Dalam melakukan kegiatan delimbing pekerja penebangan termasuk sering menggunakan chainsaw untuk membersihkan cabang dan ranting ketika membagi batang. Hal ini menyebabkan penebang semakin terpapar kebisingan yang dapat melebihi ambang batas yang diperbolehkan. Yovi et al. (2005) dalam Suryaningsih (2011) menyatakan bahwa setiap hari operator chainsaw terpapar

kebisingan pada kondisi racing yaitu pada kegiatan felling, bucking, dan delimbing selama 3 jam yang berarti bahwa operator chainsaw terpapar kebisingan melebihi batas waktu yang diizinkan baik menurut ISO (International Standard Organization), OSHA (Occupational Safety and Health Association), maupun standar Indonesia. Berdasarkan hasil observasi, penebang tidak pernah menggunakan alat bantu berupa kapak untuk membersihkan cabang dan ranting setelah melakukan penebangan dengan alasan lebih cepat. Walaupun adanya resiko kick back yang dapat membahayakan karena operator chainsaw sering menggunakan ujung bilah gergaji untuk memotong cabang dan ranting namun dengan menggunakan alat bantu (kapak) dalam melakukan kegiatan pemotongan cabang dan ranting dari pohon yang sudah ditebang setidaknya dapat mengurangi tingkat kebisingan yang berkelanjutan setelah melakukan penebangan dan menghilangkan resiko terjadinya kick back (pembalikan).

Peningkatan aspek knowledge dan attitude penebang dapat dilakukan dengan pelatihan (training) dan penyuluhan. Training dilakukan dengan pemberian materi untuk kemudian dilakukan praktek. Adapun upaya yang perlu dilakukan pihak perhutani KPH Bogor untuk meningkatkan aspek pengetahuan dan sikap penebang adalah:

a. Pemberian pelatihan pengenalan dan penggunaan jenis alat pelindung diri lengkap yang harus digunakan dalam penebangan. Sebagian besar penebang hanya mengetahui APD sebatas pelindung tubuh, kaki (sepatu boot), dan topi pengaman.

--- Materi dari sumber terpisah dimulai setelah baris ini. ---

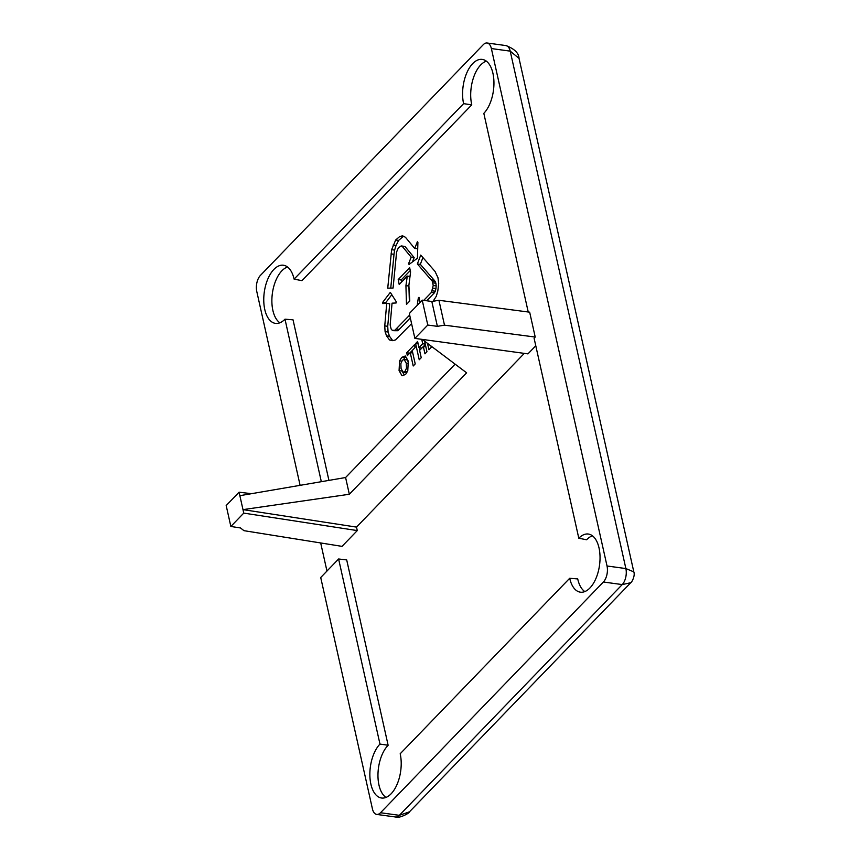 <?xml version="1.0" encoding="UTF-8"?>
<svg xmlns="http://www.w3.org/2000/svg" width="860" height="860" viewBox="0 0 860 860"><rect width="100%" height="100%" fill="white"/><g stroke="black" fill="none" stroke-linecap="round" stroke-linejoin="round"><path stroke-width="1.29" d="M528.223 311.987L483.825 113.348A29.337 15.308 -82.2 0 0 492.93 73.294A29.337 15.308 -82.2 0 0 482.567 59.447A29.337 15.308 -82.2 0 0 466.722 73.046A29.337 15.308 -82.2 0 0 463.604 103.651L294.098 279.124A29.337 15.308 -82.2 0 0 283.746 265.288A29.337 15.308 -82.2 0 0 267.89 278.887A29.337 15.308 -82.2 0 0 264.772 309.492A29.337 15.308 -82.2 0 0 275.781 323.414A29.337 15.308 -82.2 0 0 284.993 319.189L293.034 319.823L328.928 480.385M287.552 267.019A29.014 15.136 -82.2 0 0 272.878 310.406A29.014 15.136 -82.2 0 0 279.909 322.779M486.373 61.178A29.014 15.136 -82.2 0 0 471.699 104.565A29.014 15.136 -82.2 0 0 471.764 104.845L301.935 280.661L294.098 279.124M463.604 103.651L471.764 104.845M409.489 811.797C409.94 813.012 398.707 818.87 395.546 817L395.546 817A11.739 6.127 -82.2 0 0 399.363 815.323L409.489 811.797L630.756 582.725L622.231 584.585L399.363 815.323L380.518 812.743A11.739 6.127 97.8 0 1 376.702 814.42A11.739 6.127 97.8 0 1 372.423 808.862L320.715 577.511L338.603 558.989L379.969 744.072A29.337 15.308 -82.2 0 0 370.875 784.126A29.337 15.308 -82.2 0 0 381.872 798.058A29.337 15.308 -82.2 0 0 397.298 783.847A29.337 15.308 -82.2 0 0 400.19 753.768L569.696 578.286A29.337 15.308 -82.2 0 0 580.704 592.217A29.337 15.308 -82.2 0 0 596.13 578.006A29.337 15.308 -82.2 0 0 599.022 547.928A29.337 15.308 -82.2 0 0 588.659 534.092A29.337 15.308 -82.2 0 0 578.801 538.231L586.628 539.768A29.014 15.136 -82.2 0 1 592.465 535.812M569.696 578.286L577.737 578.93A29.014 15.136 -82.2 0 0 577.791 579.21A29.014 15.136 -82.2 0 0 584.832 591.572M338.603 558.989L346.698 559.914L388.129 745.265A29.014 15.136 -82.2 0 0 378.97 785.051A29.014 15.136 -82.2 0 0 386 797.413M630.756 582.725C631.519 582.8 635.433 575.781 633.809 571.846L519.042 58.394L510.216 51.138L625.876 568.567L633.82 571.889M320.683 542.95L326.961 571.051M380.518 812.743L603.387 582.005L622.231 584.585A11.739 6.127 -82.2 0 0 625.876 568.567L607.031 565.987L491.372 48.558L510.216 51.138A11.739 6.127 97.8 0 0 505.949 45.58L487.093 43A11.739 6.127 97.8 0 0 483.277 44.677L260.408 275.415A11.739 6.127 97.8 0 0 256.764 291.433L300.108 485.341M284.993 319.189L321.328 481.697M535.221 337.055L529.663 312.18L438.933 300.29L444.491 325.166L535.221 337.055L534.092 338.227L578.801 538.231M607.031 565.987A11.739 6.127 97.8 0 1 603.387 582.005M487.093 43A11.739 6.127 97.8 0 1 491.372 48.558M356.491 527.105L357.276 530.588L342.033 546.369L243.95 530.674L240.499 527.954L230.856 526.471L243.756 513.108L242.982 509.625L356.491 527.105L524.299 353.385M535.78 345.785L527.954 353.879L414.875 338.388L427.785 325.037L437.385 326.348L444.491 325.166M423.743 300.366L431.419 292.421L433.214 285.498L432.376 281.317L417.358 263.945L420.755 255.087L435.042 271.448L437.955 277.64L438.718 283.553L437.794 291.142L436.278 296.313L433.075 301.269M417.186 305.364L418.325 297.958L418.981 297.291L420.11 302.344M424.593 341.162L426.969 351.772L424.969 353.836L423.335 346.558L419.605 350.418L421.239 357.706L419.228 359.77L415.606 343.538L417.605 341.463L418.981 347.612L422.712 343.753L421.722 339.324M431.892 346.666L428.925 349.74L427.495 343.355M402.039 375.788L399.072 370.649L399.577 360.867L401.76 357.33L405.307 355.986L408.274 361.125L407.769 370.907L405.587 374.433L402.039 375.788M411.585 323.65L395.492 339.904L392.816 340.7L389.505 339.937L386.527 335.851L385.087 331.616L384.753 325.897L386.721 303.387L382.635 303.558L382.743 302.269L390.322 292.346L396.213 301.688L396.105 302.989L392.052 303.161L390.15 324.994L391.139 329.014L392.235 330.283L394.783 330.315L409.661 315.072M393.063 288.057L387.731 288.164L391.633 249.701L395.664 239.994L399.599 236.618L402.555 235.79L405.458 237.285L414.692 248.465L417.379 241.778L417.906 242.423L417.433 258.226L409.059 264.45L408.532 263.805L411.188 257.183L402.243 246.347L401.19 245.928L398.341 247.852L396.611 251.948L393.063 288.057M409.65 267.718L410.585 271.911L408.876 285.423L409.779 300.989L406.479 304.397L405.931 285.627L407.296 276.092L399.201 284.466L398.202 279.575L409.65 267.718M414.488 344.699L415.122 347.569L412.23 350.558L415.219 363.93L413.219 365.994L410.231 352.632L407.339 355.631L406.694 352.75L414.488 344.699M379.969 744.072L388.129 745.265M357.276 530.588L243.756 513.108M422.249 339.399L466.625 372.821L349.332 494.263L242.982 509.625L239.865 495.683L345.591 477.526L455.112 364.145M438.933 300.29L431.827 301.473L422.217 300.151L409.317 313.513L414.875 338.388M230.856 526.471L226.18 505.551L239.08 492.2L251.485 493.683M422.926 257.581L420.325 264.353L417.358 263.945M420.325 264.353L434.257 280.263L431.279 279.855M434.257 280.263L435.343 281.725L432.376 281.317M435.343 281.725L435.902 283.252L432.924 282.843M435.902 283.252L436.192 285.896L433.214 285.498M436.192 285.896L435.966 288.541L432.988 288.132M435.966 288.541L435.278 291.217L432.3 290.809M435.278 291.217L434.397 292.83L431.419 292.421M434.397 292.83L426.721 300.774M419.153 298.076L418.325 297.958M423.335 346.558L425.883 346.902M425.248 344.097L422.712 343.753M421.927 348.02L418.981 347.612M425.345 344.516L423.367 346.558M418.143 343.882L415.606 343.538M419.411 347.676L419.949 350.063M430.967 345.967L431.269 347.311M402.093 370.316L402.05 371.058L399.072 370.649M399.577 360.867L401.953 361.189M402.05 371.058L404.286 374.928M406.038 357.244L401.76 357.33M404.738 357.738L403.501 359.749M410.295 317.899L399.169 329.434L396.191 329.025M399.169 329.434L397.75 330.724L394.783 330.315M397.75 330.724L393.687 330.702M391.805 294.7L385.721 302.677L382.743 302.269M385.721 302.677L385.656 303.429M384.753 325.897L387.731 326.305L389.698 303.795L386.721 303.387M387.731 326.305L388.064 332.024L385.087 331.616M388.064 332.024L389.505 336.26L386.527 335.851M389.505 336.26L392.483 340.345L389.505 339.937M392.483 340.345L393.342 340.538M391.031 253.904L394.009 254.313L390.752 288.1M402.243 246.347L404.157 246.336L401.19 245.928M405.21 246.755L414.165 257.591L411.188 257.183M409.715 263.966L408.532 263.805M414.165 257.591L412.413 261.956M417.723 248.744L414.692 248.465M404.114 236.597L399.599 236.618M402.577 237.027L398.642 240.402L395.664 239.994M398.642 240.402L396.041 245.487L393.074 245.078M396.041 245.487L394.611 250.109L391.633 249.701M394.611 250.109L394.009 254.313M410.285 270.545L401.168 279.984L398.202 279.575M401.168 279.984L401.588 281.994M410.016 276.458L407.296 276.092M409.36 301.419L408.909 286.025L405.931 285.627M415.122 347.526L409.672 353.159L406.694 352.75M412.779 352.976L410.231 352.632M431.827 301.473L437.385 326.348M239.865 495.683L239.08 492.2M345.591 477.526L349.332 494.263M427.785 325.037L422.217 300.151M406.823 372.434L403.243 372.272L401.072 368.575L400.846 363.619L402.405 360.211L404.103 359.491L406.275 363.189L406.5 368.144L404.942 371.563L403.243 372.272M404.103 359.491L407.081 359.899L408.231 361.866M407.167 371.864L404.942 371.563M407.898 368.338L406.5 368.144M408.156 363.447L406.275 363.189M505.949 45.58C514.452 48.805 518.817 53.084 519.042 58.394M395.546 817L376.702 814.42"/></g></svg>

b. Pemberian penyuluhan terkait dampak penggunaan chainsaw dalam jangka panjang dapat menyebabkan terjadinya gangguan pendengaran jika selalu menghabiskan waktu lebih dari 5 jam per hari untuk menebang.

c. Pemberian penyuluhan bahwa dengan selalu memberikan peringatan terlebih dahulu sebelum menyelesaikan penebangan akan membantu terciptanya kondisi yang aman bagi pekerja yang berada di sekitarnya.

Pemberian pelatihan dan penyuluhan tidak akan berjalan tanpa adanya dukungan dari pimpinan atas perusahaan, dalam hal ini P2K3 yang telah dibentuk. Pihak perusahaan seharusnya mempertimbangkan kondisi K3 operator chainsaw dengan tidak membebankan penggunaan chainsaw lebih dari 5 jam per hari.

Suryaningsih (2011) menyebutkan bahwa salah satu cara guna mengendalikan kebisingan yaitu dengan pengendalian secara administratif untuk mengurangi waktu pemaparan terhadap intensitas kebisingan dengan mengatur jam kerja, sehingga dapat mencegah terjadinya dampak terburuk (ketulian).

Pengadaan APD bagi operator chainsaw dapat dapat ditentukan berdasarkan penilaian resiko dari resiko terendah hingga resiko ekstrim apabila pihak perusahaan tidak dapat menyediakan secara lengkap. Hal ini berupa APD earmuff (penutup telinga) dan sepatu boot cukup memadai untuk melindungi pendengaran penebang dan bahaya gigitan ular tanah dikarenakan resiko yang didapatkan lebih mendekat pada cacat menetap (akibat kebisingan, luka serius akibat gigitan ular, dan patah tulang akibat terjatuh yang disebabkan pijakan kaki tidak baik).